2014年1月19日日曜日

 大島智子 ショートインタビュー


大きな目、あまりにも等身大の生活。
数年前からそんなイラストをWeb上にアップし続けていた、大島智子。
泉まくらや禁断の多数決のMVで注目を集める彼女に簡単な質問に答えて頂いた。



■ 健康で文化的な最低限度の生活

非常に特徴的なモチーフでイラストをお描きになられますよね?
イラストを描き始めたきっかけや、現在の絵につながる出来事があれば教えてください。

大島 : 子供の頃から絵は描いていました。
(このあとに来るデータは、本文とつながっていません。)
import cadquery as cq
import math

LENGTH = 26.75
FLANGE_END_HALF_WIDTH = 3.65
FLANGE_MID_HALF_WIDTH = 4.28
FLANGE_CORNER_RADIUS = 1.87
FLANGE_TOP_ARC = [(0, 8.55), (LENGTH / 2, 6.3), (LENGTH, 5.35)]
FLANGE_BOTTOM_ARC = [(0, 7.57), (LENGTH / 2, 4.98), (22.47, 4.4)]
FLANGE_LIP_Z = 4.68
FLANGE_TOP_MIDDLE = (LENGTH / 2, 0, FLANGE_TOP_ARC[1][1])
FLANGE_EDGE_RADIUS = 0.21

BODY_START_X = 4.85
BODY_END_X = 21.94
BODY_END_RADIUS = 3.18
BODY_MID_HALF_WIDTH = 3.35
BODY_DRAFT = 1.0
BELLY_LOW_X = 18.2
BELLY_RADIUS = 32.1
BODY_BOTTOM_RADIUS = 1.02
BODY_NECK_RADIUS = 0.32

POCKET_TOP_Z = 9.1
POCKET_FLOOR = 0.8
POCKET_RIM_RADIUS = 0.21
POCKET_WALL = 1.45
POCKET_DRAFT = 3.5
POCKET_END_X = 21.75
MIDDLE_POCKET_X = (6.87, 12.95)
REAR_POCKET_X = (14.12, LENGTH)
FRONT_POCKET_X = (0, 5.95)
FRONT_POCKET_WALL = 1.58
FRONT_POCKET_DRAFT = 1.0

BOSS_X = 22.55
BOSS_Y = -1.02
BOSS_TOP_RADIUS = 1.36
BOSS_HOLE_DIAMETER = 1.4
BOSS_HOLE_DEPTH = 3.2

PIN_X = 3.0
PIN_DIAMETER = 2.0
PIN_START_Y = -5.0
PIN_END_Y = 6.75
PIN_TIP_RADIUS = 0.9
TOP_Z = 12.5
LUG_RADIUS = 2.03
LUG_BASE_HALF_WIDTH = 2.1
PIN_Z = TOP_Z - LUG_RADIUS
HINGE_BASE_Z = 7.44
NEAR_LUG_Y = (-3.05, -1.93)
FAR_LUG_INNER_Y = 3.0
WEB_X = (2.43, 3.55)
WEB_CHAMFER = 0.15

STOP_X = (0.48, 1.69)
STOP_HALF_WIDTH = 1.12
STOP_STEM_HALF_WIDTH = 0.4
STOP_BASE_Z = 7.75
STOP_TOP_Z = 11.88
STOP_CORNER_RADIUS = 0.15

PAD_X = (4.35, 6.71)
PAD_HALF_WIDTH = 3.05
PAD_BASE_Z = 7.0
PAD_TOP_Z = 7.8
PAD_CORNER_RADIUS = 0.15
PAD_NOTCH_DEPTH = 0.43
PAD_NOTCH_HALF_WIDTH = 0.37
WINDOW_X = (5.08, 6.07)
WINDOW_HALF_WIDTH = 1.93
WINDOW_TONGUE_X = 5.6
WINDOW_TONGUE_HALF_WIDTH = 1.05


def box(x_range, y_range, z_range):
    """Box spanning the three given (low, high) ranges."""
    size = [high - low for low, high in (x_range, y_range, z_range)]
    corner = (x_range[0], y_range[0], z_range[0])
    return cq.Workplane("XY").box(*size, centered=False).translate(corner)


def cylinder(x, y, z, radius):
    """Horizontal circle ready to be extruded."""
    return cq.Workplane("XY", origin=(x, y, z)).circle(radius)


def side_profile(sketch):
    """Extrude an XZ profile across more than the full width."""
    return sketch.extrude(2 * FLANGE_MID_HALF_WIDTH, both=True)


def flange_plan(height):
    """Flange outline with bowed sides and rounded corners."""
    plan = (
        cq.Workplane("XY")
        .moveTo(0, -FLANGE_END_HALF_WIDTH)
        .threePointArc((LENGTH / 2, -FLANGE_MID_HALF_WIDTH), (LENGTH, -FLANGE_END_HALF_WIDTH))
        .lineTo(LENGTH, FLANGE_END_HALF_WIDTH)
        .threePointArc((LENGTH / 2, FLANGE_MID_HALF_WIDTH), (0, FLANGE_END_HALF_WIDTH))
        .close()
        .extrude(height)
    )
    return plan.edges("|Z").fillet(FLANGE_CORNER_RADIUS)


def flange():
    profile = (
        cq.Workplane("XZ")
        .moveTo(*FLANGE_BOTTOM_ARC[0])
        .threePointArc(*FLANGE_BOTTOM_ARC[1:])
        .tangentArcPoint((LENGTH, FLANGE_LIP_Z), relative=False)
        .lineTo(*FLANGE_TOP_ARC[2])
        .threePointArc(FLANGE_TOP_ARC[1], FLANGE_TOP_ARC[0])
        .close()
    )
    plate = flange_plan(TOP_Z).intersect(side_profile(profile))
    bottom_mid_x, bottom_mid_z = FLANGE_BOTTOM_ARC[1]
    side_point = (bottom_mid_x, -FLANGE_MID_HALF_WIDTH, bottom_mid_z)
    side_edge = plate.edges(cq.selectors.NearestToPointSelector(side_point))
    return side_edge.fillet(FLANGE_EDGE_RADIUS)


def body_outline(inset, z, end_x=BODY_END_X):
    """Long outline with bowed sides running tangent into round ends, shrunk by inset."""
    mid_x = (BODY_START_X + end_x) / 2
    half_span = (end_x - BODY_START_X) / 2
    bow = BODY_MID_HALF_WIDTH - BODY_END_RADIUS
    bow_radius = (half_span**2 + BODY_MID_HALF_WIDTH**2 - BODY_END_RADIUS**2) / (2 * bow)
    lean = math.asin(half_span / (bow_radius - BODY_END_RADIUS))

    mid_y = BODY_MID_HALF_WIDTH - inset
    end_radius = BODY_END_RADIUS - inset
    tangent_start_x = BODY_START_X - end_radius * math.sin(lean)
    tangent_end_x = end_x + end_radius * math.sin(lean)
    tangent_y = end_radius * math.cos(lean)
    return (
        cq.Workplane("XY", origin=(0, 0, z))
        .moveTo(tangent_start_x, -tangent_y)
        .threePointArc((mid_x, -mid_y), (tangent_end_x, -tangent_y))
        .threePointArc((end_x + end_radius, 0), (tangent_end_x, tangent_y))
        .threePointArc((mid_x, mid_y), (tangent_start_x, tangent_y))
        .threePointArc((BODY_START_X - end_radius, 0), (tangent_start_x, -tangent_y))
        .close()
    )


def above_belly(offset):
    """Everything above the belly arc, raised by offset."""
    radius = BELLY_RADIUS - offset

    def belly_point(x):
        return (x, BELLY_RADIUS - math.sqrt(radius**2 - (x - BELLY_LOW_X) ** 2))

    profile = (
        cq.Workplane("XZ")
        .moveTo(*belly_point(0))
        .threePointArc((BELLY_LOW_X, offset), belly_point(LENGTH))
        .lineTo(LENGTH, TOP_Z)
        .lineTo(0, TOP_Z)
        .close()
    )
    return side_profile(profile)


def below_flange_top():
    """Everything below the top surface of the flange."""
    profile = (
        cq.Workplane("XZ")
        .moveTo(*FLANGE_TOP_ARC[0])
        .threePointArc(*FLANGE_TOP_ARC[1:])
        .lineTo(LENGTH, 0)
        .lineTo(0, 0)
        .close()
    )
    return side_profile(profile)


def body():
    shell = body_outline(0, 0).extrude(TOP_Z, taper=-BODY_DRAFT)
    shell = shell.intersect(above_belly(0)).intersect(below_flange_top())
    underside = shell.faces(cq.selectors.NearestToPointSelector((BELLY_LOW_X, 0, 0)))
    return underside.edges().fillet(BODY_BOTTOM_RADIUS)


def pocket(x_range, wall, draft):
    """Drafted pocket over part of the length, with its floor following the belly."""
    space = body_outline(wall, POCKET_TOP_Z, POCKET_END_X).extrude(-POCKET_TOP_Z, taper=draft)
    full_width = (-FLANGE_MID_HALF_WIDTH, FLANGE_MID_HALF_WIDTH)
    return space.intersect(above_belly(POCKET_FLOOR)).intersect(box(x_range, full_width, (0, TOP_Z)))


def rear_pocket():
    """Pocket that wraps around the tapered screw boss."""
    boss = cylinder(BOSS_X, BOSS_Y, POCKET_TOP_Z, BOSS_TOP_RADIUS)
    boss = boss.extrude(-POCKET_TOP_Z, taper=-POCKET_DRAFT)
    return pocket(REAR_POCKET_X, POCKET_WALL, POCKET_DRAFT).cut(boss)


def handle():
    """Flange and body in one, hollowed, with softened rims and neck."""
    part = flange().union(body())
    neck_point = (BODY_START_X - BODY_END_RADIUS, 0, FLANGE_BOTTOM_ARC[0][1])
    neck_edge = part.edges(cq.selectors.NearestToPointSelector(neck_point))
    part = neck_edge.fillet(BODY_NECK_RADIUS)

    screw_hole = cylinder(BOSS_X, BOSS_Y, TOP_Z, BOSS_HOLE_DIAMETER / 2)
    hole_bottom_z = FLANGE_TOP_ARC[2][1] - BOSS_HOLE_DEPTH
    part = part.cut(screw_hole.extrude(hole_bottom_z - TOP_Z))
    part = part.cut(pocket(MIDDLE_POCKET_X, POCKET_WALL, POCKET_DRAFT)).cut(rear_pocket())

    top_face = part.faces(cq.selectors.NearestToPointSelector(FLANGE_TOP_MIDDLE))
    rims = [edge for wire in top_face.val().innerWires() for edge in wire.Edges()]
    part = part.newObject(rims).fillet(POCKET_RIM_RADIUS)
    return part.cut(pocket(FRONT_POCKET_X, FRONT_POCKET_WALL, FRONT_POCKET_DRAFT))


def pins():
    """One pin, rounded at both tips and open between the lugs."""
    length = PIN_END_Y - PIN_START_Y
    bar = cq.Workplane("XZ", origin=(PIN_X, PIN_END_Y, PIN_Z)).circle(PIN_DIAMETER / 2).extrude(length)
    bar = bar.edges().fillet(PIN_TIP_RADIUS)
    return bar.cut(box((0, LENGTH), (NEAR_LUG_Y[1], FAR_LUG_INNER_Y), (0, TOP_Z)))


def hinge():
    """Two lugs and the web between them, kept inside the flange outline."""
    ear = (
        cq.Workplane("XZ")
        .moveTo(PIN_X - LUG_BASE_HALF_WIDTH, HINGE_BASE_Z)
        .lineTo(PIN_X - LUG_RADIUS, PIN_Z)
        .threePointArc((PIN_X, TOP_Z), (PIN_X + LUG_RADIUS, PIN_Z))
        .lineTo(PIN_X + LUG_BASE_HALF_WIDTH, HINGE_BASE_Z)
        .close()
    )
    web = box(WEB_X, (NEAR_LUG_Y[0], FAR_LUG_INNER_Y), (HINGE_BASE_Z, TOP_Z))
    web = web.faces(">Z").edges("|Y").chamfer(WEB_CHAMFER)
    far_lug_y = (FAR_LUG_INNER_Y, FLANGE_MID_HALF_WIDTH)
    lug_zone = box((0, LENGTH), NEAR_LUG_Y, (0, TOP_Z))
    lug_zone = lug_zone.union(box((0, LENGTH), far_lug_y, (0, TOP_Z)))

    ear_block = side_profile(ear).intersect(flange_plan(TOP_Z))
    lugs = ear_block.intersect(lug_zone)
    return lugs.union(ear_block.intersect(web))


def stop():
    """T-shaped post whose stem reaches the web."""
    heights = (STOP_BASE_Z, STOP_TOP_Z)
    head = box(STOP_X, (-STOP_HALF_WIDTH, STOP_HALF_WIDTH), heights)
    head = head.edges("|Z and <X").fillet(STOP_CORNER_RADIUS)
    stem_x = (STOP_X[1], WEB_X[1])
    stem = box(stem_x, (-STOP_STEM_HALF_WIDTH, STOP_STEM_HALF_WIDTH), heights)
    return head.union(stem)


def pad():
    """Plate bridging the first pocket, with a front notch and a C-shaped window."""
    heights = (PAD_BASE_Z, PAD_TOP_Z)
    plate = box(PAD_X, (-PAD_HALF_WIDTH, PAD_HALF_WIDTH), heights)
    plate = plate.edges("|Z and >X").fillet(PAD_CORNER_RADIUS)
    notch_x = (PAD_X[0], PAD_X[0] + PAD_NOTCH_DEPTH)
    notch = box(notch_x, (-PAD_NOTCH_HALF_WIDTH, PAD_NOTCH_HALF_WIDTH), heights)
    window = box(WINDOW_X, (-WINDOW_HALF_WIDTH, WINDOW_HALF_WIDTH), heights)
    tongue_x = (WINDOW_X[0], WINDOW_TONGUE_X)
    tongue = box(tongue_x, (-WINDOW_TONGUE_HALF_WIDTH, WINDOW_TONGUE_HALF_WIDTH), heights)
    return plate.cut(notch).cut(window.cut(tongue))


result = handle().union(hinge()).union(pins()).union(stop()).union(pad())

今の絵柄に直結するのは中学一年生くらいのころ
好きな先輩にふざけているところを見られて恥ずかしかったという絵日記を描いた時です。
大学三年生くらいの時に、ペドロ・コスタ*の講演会を聴いて
現実を描写するしかないのだと思いました。
彼の撮った『ヴァンダの部屋』という映画は
ベッドが入ればいっぱいいっぱいの狭い部屋をただ延々と撮るというもので。
そこにある現実を描写するしかないのだという、諦めみたいなものを感じました。
同じくらいの時に日本国憲法の 「健康で文化的な最低限度の生活」というフレーズが
頭から離れなくなり、それからは半径1mの世界、A4サイズに収まる世界を描くようになりました。


































大島智子
「ガストでもロイホでもラブホでもいいよ」

*1959年、ポルトガル・リスボン生まれの映画監督。
「ヴァンダの部屋」ではスラム街を舞台に退廃的な映像美を見せた。



■ MVについて

大島さんはイラストを提供するだけでなく、ご自身も被写体となってMV*に参加されていますよね。
その点でなにか苦労や感じた事はありましたでしょうか?

大島 : 私のTumblrを観てくださったようで、MVのご依頼を頂きました。
私なんかでいいのかなあ、と思ったくらいで、特に苦労はしませんでした。
スケブリさん、細金さんはふざけながらも格好いい事をぽんぽんやるので
凄いなあと思いながらこそこそ観察していました。


*tofubeats 「No.1 feat.G.RINA」のMVでは、大島智子自身がモデルとなって出演している。


泉まくら 「balloon」




tofubeats 「No.1 feat.G.RINA」






■ 大島智子をつくったもの

ペドロ・コスタ 『ヴァンダの部屋』

大島 : 最初に観た時は退屈な映画だと思いました。
けれど、時間が経ってふとヴァンダの事を思い出すと涙がだらだらと流れてきました。
耐えられない退屈も私たちの戦場であり、ドラッグ依存や貧困でなくとも
私の生活の延長線上にそれらはある。

t.o.l 『TAMALA2010』

大島 : 中学生の時に雑誌で知り、衝撃を受けました。
ベジェ曲線で描かれた、 汚い東京と、SFと
ビッチでかわいい女の子と、感傷的な男の子。
私はずっとこれを求めていたのだと、栃木の片田舎で思いました。

岡崎京子 『pink』

大島 : 中学生の時、ブックオフで買いました。
最初は退屈で、外れの漫画買っちゃったな〜と思いました。
けれど、最後まで読んでみて
一気に今までのユミちゃんの退屈が愛おしく、心がヒリヒリと苦しくなりました。
私の生活の中にはユミちゃんがいます。
「シアワセなんて当然じゃない?血まみれなんて恐くない。だって女の子だもん」

坂口安吾 『青鬼の褌を洗う女』

大島 : 一番読んでいる小説だと思います。高校を退学になった頃に、押入れの中で読みました。
戦争が来ても親が死んでも、そんなものかとにこにこ、醜い久須美のお妾さんになってのんびり暮らしている。
嫌味がなく、天性のお妾気質であるサチ子は、永遠の私のミューズだと思います。



























    大島智子
     1988年9月 神奈川県生まれ。
     2008年頃よりTumblrにgifアニメを投稿し始める。
     主な作品に、禁断の多数決『ノスフェラトゥ』MV、泉まくら『candle』MVなどがある。